Posted - 08/13/2007 :  9:56:30 PM  Show Profile

When I popped this thing in the DVD player, I was mainly prepping for the season finale, where the real treasure could be found. Little did I expect the gold mine of goofiness the movie provided; I’ve forgotten just how dopey it was. Okay, maybe some of the camp was intentional, but I doubt it; we’ll get to the reasons in a moment.
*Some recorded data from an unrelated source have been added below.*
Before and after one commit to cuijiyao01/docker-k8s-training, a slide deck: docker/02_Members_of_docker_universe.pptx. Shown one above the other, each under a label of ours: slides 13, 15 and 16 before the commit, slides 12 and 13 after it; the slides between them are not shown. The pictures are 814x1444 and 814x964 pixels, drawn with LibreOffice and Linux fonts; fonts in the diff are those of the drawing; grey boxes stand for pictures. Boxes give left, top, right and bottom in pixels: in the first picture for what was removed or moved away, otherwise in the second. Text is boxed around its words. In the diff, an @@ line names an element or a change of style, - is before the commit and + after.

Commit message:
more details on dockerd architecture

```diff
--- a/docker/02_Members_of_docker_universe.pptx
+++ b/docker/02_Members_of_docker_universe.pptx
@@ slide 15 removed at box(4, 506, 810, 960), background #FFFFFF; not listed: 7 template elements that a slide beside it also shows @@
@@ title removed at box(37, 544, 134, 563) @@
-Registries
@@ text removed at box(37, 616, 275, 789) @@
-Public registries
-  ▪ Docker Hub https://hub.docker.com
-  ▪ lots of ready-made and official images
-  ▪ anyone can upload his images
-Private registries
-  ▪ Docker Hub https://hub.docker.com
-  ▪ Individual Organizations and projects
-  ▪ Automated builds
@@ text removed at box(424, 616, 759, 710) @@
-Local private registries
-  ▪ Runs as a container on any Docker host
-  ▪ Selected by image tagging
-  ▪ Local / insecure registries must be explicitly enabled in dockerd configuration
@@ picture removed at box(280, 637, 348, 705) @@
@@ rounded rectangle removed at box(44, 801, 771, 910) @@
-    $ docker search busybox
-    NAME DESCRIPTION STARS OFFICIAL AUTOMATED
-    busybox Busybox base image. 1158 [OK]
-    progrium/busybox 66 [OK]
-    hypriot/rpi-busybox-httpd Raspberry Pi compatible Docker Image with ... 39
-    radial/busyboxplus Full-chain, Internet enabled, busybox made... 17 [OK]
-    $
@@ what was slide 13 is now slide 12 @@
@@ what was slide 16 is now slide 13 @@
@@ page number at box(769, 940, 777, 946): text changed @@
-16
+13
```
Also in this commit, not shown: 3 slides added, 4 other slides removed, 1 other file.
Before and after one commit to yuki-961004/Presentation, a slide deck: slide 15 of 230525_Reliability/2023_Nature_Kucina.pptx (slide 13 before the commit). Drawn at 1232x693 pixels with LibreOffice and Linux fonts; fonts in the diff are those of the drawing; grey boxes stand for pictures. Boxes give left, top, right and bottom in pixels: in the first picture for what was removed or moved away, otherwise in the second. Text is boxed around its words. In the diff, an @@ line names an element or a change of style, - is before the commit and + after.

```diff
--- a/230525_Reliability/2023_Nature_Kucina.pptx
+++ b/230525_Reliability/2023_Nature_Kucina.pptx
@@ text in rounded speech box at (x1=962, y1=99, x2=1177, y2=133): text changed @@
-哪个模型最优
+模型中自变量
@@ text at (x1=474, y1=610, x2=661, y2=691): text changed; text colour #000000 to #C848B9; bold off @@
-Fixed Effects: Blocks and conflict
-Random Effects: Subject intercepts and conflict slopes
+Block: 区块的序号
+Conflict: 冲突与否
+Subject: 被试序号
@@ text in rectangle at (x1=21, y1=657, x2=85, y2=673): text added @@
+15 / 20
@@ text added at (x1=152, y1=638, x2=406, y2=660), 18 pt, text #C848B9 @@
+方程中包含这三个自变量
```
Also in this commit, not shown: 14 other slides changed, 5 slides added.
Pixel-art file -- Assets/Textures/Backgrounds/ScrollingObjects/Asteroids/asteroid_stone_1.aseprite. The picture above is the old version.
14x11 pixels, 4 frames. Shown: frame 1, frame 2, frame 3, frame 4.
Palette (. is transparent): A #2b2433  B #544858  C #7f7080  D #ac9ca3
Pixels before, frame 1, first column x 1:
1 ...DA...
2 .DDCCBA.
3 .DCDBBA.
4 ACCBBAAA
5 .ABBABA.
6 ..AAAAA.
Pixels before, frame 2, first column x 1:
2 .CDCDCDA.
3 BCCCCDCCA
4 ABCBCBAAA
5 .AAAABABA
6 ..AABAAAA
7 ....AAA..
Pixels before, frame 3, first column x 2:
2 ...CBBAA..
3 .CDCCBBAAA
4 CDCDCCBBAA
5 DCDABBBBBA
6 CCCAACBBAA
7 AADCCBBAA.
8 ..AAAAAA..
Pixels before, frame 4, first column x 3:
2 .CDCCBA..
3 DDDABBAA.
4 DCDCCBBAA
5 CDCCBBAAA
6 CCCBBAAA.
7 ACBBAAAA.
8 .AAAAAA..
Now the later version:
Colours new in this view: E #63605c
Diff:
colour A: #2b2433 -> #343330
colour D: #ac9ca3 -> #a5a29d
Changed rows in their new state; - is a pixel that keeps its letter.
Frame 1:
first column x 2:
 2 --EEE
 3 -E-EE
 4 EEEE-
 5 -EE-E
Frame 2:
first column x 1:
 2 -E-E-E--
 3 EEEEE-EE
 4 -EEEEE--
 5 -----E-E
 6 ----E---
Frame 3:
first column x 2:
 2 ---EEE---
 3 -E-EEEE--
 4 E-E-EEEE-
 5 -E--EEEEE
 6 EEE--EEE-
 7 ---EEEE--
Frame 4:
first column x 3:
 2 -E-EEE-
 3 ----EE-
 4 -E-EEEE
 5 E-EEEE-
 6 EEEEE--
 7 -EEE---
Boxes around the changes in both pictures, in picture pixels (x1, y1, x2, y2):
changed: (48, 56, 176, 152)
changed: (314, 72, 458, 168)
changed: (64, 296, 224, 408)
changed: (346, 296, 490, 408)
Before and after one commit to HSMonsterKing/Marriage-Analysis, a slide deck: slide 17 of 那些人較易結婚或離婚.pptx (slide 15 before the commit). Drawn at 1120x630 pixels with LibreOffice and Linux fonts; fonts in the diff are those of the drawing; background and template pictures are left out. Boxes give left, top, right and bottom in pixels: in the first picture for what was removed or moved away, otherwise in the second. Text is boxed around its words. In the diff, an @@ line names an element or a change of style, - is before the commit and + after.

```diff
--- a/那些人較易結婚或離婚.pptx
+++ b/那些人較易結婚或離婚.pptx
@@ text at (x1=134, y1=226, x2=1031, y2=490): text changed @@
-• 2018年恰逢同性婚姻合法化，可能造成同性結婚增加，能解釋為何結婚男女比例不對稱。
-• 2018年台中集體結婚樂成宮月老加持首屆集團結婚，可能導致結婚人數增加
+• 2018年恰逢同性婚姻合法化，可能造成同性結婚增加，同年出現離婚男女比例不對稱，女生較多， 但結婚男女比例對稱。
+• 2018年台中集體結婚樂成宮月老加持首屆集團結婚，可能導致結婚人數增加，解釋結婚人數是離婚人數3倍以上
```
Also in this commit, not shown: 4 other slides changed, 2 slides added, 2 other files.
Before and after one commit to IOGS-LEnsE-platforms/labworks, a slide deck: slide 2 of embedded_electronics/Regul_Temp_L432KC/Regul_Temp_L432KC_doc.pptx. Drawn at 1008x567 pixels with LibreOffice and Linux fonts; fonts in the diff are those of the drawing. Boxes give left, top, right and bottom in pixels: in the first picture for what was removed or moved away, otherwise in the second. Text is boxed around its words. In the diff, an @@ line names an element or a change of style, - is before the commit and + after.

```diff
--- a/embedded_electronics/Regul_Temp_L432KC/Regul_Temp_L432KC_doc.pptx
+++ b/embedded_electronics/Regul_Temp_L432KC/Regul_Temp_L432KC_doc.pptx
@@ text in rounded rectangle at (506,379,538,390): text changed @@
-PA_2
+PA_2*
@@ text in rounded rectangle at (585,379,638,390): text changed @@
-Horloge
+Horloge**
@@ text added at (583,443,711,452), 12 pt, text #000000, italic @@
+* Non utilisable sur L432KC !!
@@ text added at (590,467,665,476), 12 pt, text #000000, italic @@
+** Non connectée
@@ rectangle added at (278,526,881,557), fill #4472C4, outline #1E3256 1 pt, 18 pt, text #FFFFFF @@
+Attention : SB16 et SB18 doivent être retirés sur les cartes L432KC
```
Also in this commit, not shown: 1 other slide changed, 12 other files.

The funny thing is (and I know I’ve beaten this into the ground, but it’s what I do), for the first half of the movie at least, one can detect a really good story fighting to get out. The bits of intrigue, the clock-face kangaroo court, the trek to the ruined city, and Buck’s whole fish-out-of water status, all had such potential. But, as said before, Glen Larson had a habit of getting some pretty good ideas, then failing to follow through with them. If memory serves, the courtroom bits and the ruined-outer city idea would be jettisoned from the series. Good one, fellas, ya threw out two of the most interesting ideas behind this story, bits that suggested that the future isn’t all as rosy as it appears. Also, Buck’s status as an outsider would fade over the course of the first season; before long, that dopey opening narration was necessary for people to realize how far out of his element Buck was.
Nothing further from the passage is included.